The damage extends well beyond Stream itself, as several stablecoins and lending vaults show signs of indirect exposure.
While the situation remains fluid, the numbers already point to a vast web of interconnected debt and counterparty risks.
DeFi Stablecoins caught in the crossfire
According to YAM, one of the most exposed projects appears to be Elixir’s deUSD, a stablecoin that loaned $68 million in USDC to Stream Finance, representing approximately 65% of its total reserves. The Stream main wallet borrowed these funds against xUSD collateral, meaning that the stability of Elixir is directly linked to the creditworthiness of Stream. Elixir said it held full $1 redemption rights for its loan position, but the Stream team said payments were on hold until lawyers determine creditors’ priorities. This uncertainty leaves lenders and users waiting for more clarity in an already fragile environment.
Another affected token is Treeve’s scUSD, which features complex exposure across multiple layers of collateralized lending. Its backing involves staked veUSD and scUSD, much of which is rehypothecated, i.e. reused as collateral, to Mithras Finance. Currently, around 92% of Mithra’s scUSD (around $13 million) is borrowed against xUSD collateral on lending protocols such as Silo and Euler. These interconnected layers highlight how stress on one protocol can ripple out into the broader DeFi ecosystem.
It’s a huge loss. It is unclear how this will be settled between xUSD/xBTC/xETH holders and lenders against these tokens, so let’s review all stablecoins/vaults that have (in)direct exposure to Stream.
As far as we can tell, these stablecoins have indirect exposure:
The elixir…– IGAM 🌱 (@yieldsandmore) November 4, 2025
Although these examples are among the most visible, other safes may also be affected. Total debt across various lending platforms tied to Stream assets is estimated at $285 million, excluding indirect exposure via other stablecoins.
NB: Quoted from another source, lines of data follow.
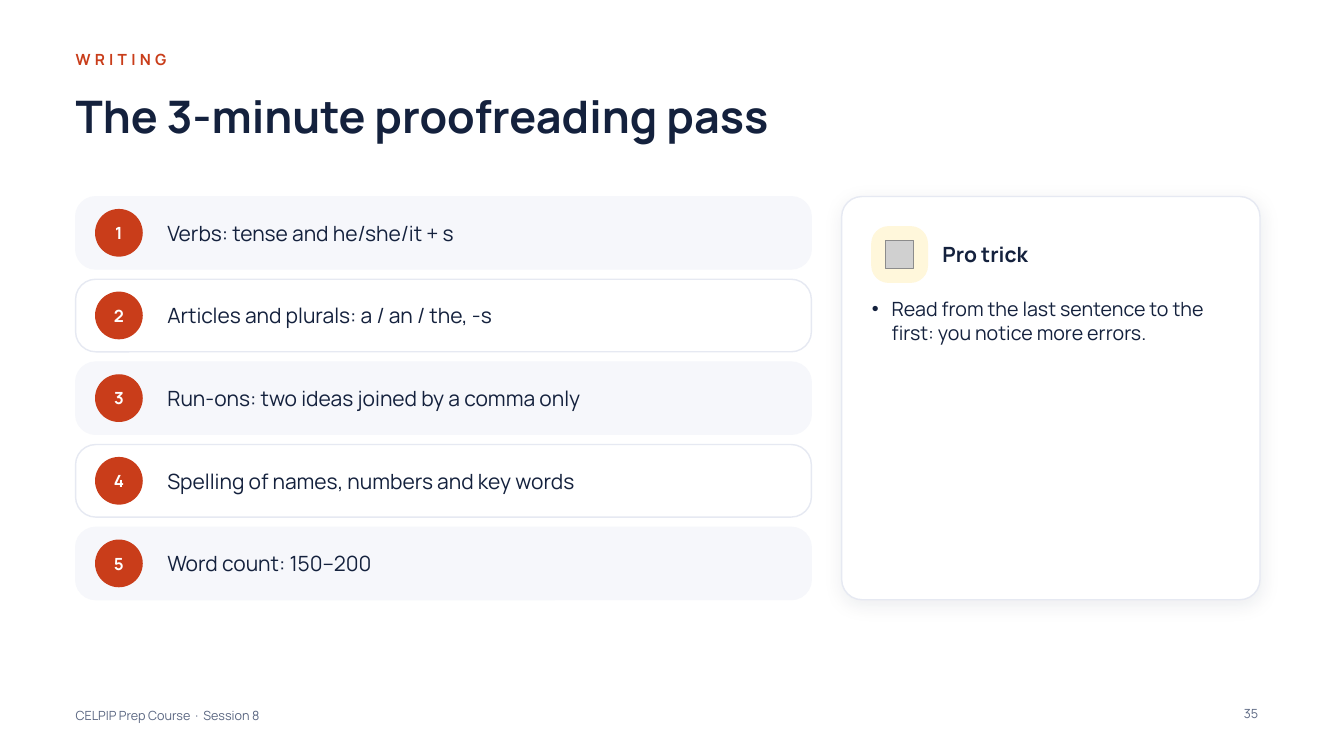
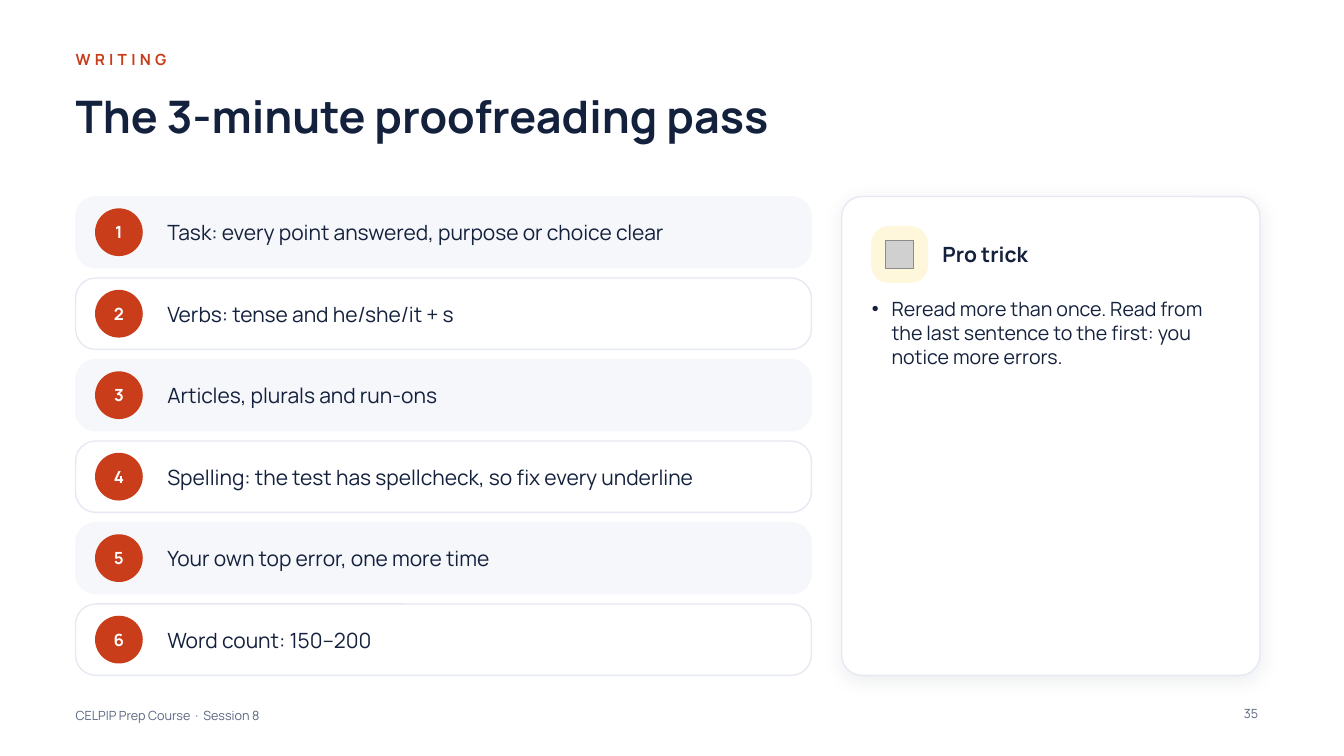
Before and after one commit to learnovateqa/The_English_Academy_CELPIP, a slide deck: slide 35 of decks/session-08.pptx. Drawn at 1344x756 pixels with LibreOffice and Linux fonts; fonts in the diff are those of the drawing; grey boxes stand for pictures. Boxes give left, top, right and bottom in pixels: in the first picture for what was removed or moved away, otherwise in the second. Text is boxed around its words. In the diff, an @@ line names an element or a change of style, - is before the commit and + after.

```diff
--- a/decks/session-08.pptx
+++ b/decks/session-08.pptx
@@ proportions changed in 6 elements at box(76, 197, 812, 268), box(76, 278, 812, 350), box(76, 360, 812, 432), box(76, 442, 812, 513), box(76, 522, 812, 594), box(842, 197, 1260, 676) @@
@@ rounded rectangle: place and size @@
-rounded rectangle at box(842, 197, 1260, 600)
+rounded rectangle at box(842, 197, 1260, 676)
@@ text added at box(167, 224, 663, 245), 15 pt, text #14213D @@
+Task: every point answered, purpose or choice clear
@@ text "Verbs: tense and he/she/it + ...": place and size @@
-text "Verbs: tense and he/she/it + ..." at box(167, 225, 454, 242)
+text "Verbs: tense and he/she/it + ..." at box(167, 306, 454, 323)
@@ text removed at box(167, 307, 492, 328) @@
-Articles and plurals: a / an / the, -s
@@ text at box(892, 301, 1202, 365): text changed @@
-• Read from the last sentence to the first: you notice more errors.
+• Reread more than once. Read from the last sentence to the first: you notice more errors.
@@ text at box(167, 387, 437, 408): text changed @@
-Run-ons: two ideas joined by a comma only
+Articles, plurals and run-ons
@@ text at box(167, 469, 693, 491): text changed @@
-Spelling of names, numbers and key words
+Spelling: the test has spellcheck, so fix every underline
@@ 2 texts, 2 rounded rectangles, 2 ellipses: place and size @@
-2 texts, 2 rounded rectangles, 2 ellipses at box(76, 445, 812, 600)
+2 texts, 2 rounded rectangles, 2 ellipses at box(76, 442, 812, 594)
@@ text added at box(167, 550, 489, 571), 15 pt, text #14213D @@
+Your own top error, one more time
@@ rounded rectangle added at box(76, 604, 812, 676), fill #FFFFFF, outline #E6E9F2 1 pt @@
@@ ellipse added at box(96, 617, 142, 663), fill #C93D1A, outline #C93D1A 1 pt @@
@@ text "Word count: 150–200": place and size @@
-text "Word count: 150–200" at box(167, 555, 372, 572)
+text "Word count: 150–200" at box(167, 632, 372, 649)
@@ text added at box(114, 633, 124, 647), 12 pt, text #FFFFFF, bold @@
+6
```
Also in this commit, not shown: 2 other slides changed, 1 slide added, 3 other files.
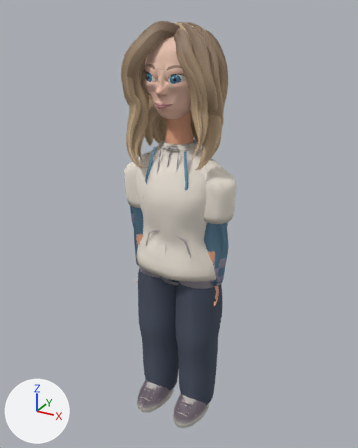
Before and after pictures for a commit that changed the Blender file art/characters/remake/alina.blend.
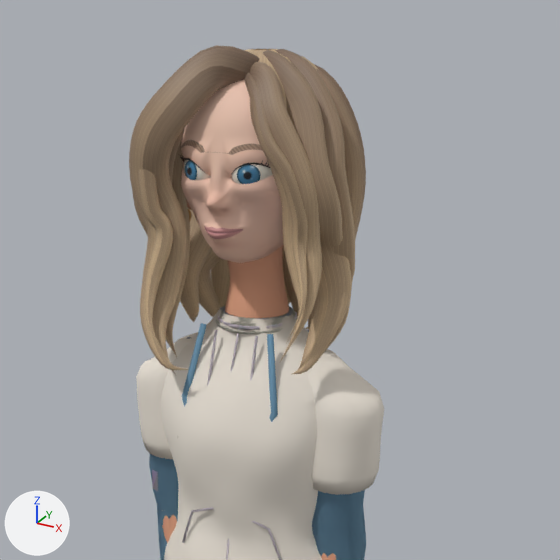
The first picture shows the older version from a camera (50 mm lens) standing at (1.033, -1.866, 1.985) and looking at (-0.008, 0.028, 1.039). The close-ups show the older and then the newer version on the part from 17% to 88% of the width and 0% to 57% of the height of that picture. Only the edits that show in the close-ups are written down. The axes (+X, +Y, +Z) are drawn at lower left. The lights are the same throughout.

Objects in the first close-up: 'Eyes', 'Forearms', 'Portrait and eyelids', 'Sculpted exposed skin', 'Sculpted hairstyle', 'Signature upper', 'lounge upper', 'summer upper' and 3 more.
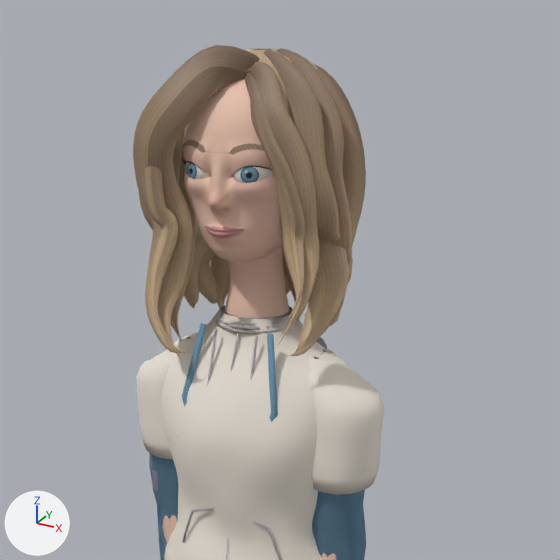
Where the change shows, as pixel boxes [x1, y1, x2, y2] in the close-ups (560 x 560 px; the box of a moved part takes in the faces that stretch with it):
'Sculpted hairstyle', reshaped: before [129, 45, 366, 375]; after [133, 45, 366, 357]
'Portrait and eyelids', reshaped: before [179, 80, 284, 263]; after [182, 79, 282, 263]
'Sculpted exposed skin', recoloured: [225, 246, 289, 318] in both
'Eyes', reshaped, recoloured (12% shorter): before [184, 160, 273, 184]; after [186, 162, 274, 183]
'Forearms', recoloured: [162, 515, 336, 560] in both
part 1 of me_portrait_and_eyelids, moved or reshaped: before [184, 158, 208, 175]; after [185, 161, 210, 175]
part 2 of me_portrait_and_eyelids, moved or reshaped: before [232, 163, 270, 173]; after [234, 165, 271, 173]
part 3 of me_portrait_and_eyelids, moved or reshaped: before [181, 134, 284, 263]; after [182, 134, 282, 263]
part 4 of me_eyes, moved or reshaped: before [184, 160, 211, 180]; after [186, 162, 211, 179]
part 5 of me_eyes, moved or reshaped: before [232, 164, 273, 184]; after [234, 167, 274, 183]
part 6 of me_eyes, moved or reshaped: before [237, 164, 260, 184]; after [240, 167, 259, 183]

The change, as a diff of the scene's bpy script:
```diff
--- a/art/characters/remake/alina.blend.py
+++ b/art/characters/remake/alina.blend.py
@@ me_portrait_and_eyelids @@
-me_portrait_and_eyelids.from_pydata(...)  # 9876 vertices, 8758 faces; spans x -0.133..0.133, y -0.163..0.152, z 1.551..1.901
+me_portrait_and_eyelids.from_pydata(...)  # 9876 vertices, 8758 faces; spans x -0.129..0.129, y -0.155..0.152, z 1.551..1.901
+# me_portrait_and_eyelids part 1: the loose piece of 168 vertices spanning x -0.098..-0.022, y -0.135..-0.085, z 1.716..1.746 is scaled about its middle by (0.958, 0.937, 0.764), then moved by (0.0, 0.003, -0.002)
+# me_portrait_and_eyelids part 2: the loose piece of 168 vertices spanning x 0.022..0.098, y -0.135..-0.085, z 1.716..1.746 is scaled about its middle by (0.958, 0.937, 0.764), then moved by (0.0, 0.003, -0.002)
+# me_portrait_and_eyelids part 3: 6925 of 9876 vertices moved; they spanned x -0.133..0.133, y -0.163..0.145, z 1.551..1.788 and now span x -0.129..0.129, y -0.155..0.145, z 1.551..1.788; mean shift (0.0, 0.002, 0.0); largest move (0.0, -0.137, 1.609) -> (0.0, -0.124, 1.609)
+# other edits to the shape of me_portrait_and_eyelids do not show in these pictures
 me_portrait_and_eyelids.materials.append(mat_complexion)
@@ me_eyes @@
-me_eyes.from_pydata(...)  # 3390 vertices, 3136 faces; spans x -0.098..0.098, y -0.135..-0.083, z 1.705..1.744
+me_eyes.from_pydata(...)  # 3390 vertices, 3136 faces; spans x -0.097..0.097, y -0.129..-0.081, z 1.709..1.739
+# me_eyes part 4: the loose piece of 735 vertices spanning x -0.098..-0.022, y -0.134..-0.083, z 1.709..1.744 is multiplied about its middle by the matrix ((0.961, 0.0, 0.0), (-0.022, 0.925, -0.042), (0.035, 0.034, 0.828)), then moved by (0.0, 0.003, -0.001)
+# me_eyes part 5: the loose piece of 735 vertices spanning x 0.022..0.098, y -0.134..-0.083, z 1.709..1.744 is multiplied about its middle by the matrix ((0.961, 0.0, 0.0), (0.022, 0.925, -0.042), (-0.035, 0.034, 0.828)), then moved by (0.0, 0.003, -0.001)
+# me_eyes part 6: the loose piece of 960 vertices spanning x 0.041..0.079, y -0.135..-0.117, z 1.705..1.743 is scaled about its middle by (0.791, 0.77, 0.791), then moved by (0.0, 0.004, 0.0)
+# me_eyes part 7: vertex colours changed
+# other edits to the shape of me_eyes do not show in these pictures
 me_eyes.materials.append(mat_eyes)
@@ me_sculpted_exposed_skin @@
 me_sculpted_exposed_skin.from_pydata(...)  # 4661 vertices, 4328 faces; spans x -0.223..0.223, y -0.059..0.078, z 0.665..1.722
+# me_sculpted_exposed_skin part 8: vertex colours changed
 me_sculpted_exposed_skin.materials.append(mat_skin_and_trim_002)
@@ me_sculpted_hairstyle @@
-me_sculpted_hairstyle.from_pydata(...)  # 12208 vertices, 11144 faces; spans x -0.225..0.225, y -0.166..0.191, z 1.328..1.934
+me_sculpted_hairstyle.from_pydata(...)  # 12208 vertices, 11144 faces; spans x -0.214..0.215, y -0.159..0.19, z 1.363..1.934
+# me_sculpted_hairstyle part 9: 9798 of 12208 vertices moved; they spanned x -0.225..0.225, y -0.166..0.191, z 1.328..1.934 and now span x -0.214..0.215, y -0.159..0.19, z 1.363..1.934; mean shift (0.0, 0.002, 0.011); largest move (-0.112, -0.115, 1.328) -> (-0.105, -0.109, 1.364)
 me_sculpted_hairstyle.materials.append(mat_hair_pigment)
@@ me_forearms @@
 me_forearms.from_pydata(...)  # 1440 vertices, 1396 faces; spans x -0.239..0.239, y -0.041..0.049, z 0.774..1.213
+# me_forearms part 10: vertex colours changed
 me_forearms.materials.append(mat_skin_and_trim_forearms)
```

Among the largest custodians involved are TelosC ($123.6 million), Elixir ($68 million), and MEV Capital ($25.4 million).
Lending Protocols Face Growing Pressure
Several key DeFi lending platforms – Euler, Silo, Morpho and Gearbox – feature exposure to xUSD, xBTC or xETH. On Euler alone, TelosC-backed marketplaces hold nearly $30 million in borrowed assets across the Ethereum and Plasma networks. Silo’s Avalanche Markets add another $12 million in debt tied to xUSD and xBTC, while Morpho’s Elixir Market has $68 million in borrowed USDC. Each of these platforms relies on collateralized lending, where the funds borrowed depend on the value of the pledged tokens like xUSD. When these tokens lose value or liquidity, the entire structure comes under strain.
Yesterday, an external fund manager overseeing the Stream funds revealed the loss of approximately $93 million in assets from the Stream fund.
In response, Stream is hiring Keith Miller and Joseph Cutler of the law firm Perkins Coie LLP, to lead a comprehensive study…
– Flux Finance (@StreamDefi) November 4, 2025
The Stream Finance crisis highlights a recurring theme in DeFi: transparency and risk management often lag behind innovation. Complex remortgage loops and leverage make it difficult for investors to assess true exposure until it is too late. According to DefiLlama, the total value locked (TVL) in DeFi fell by more than 5% within 48 hours of the event.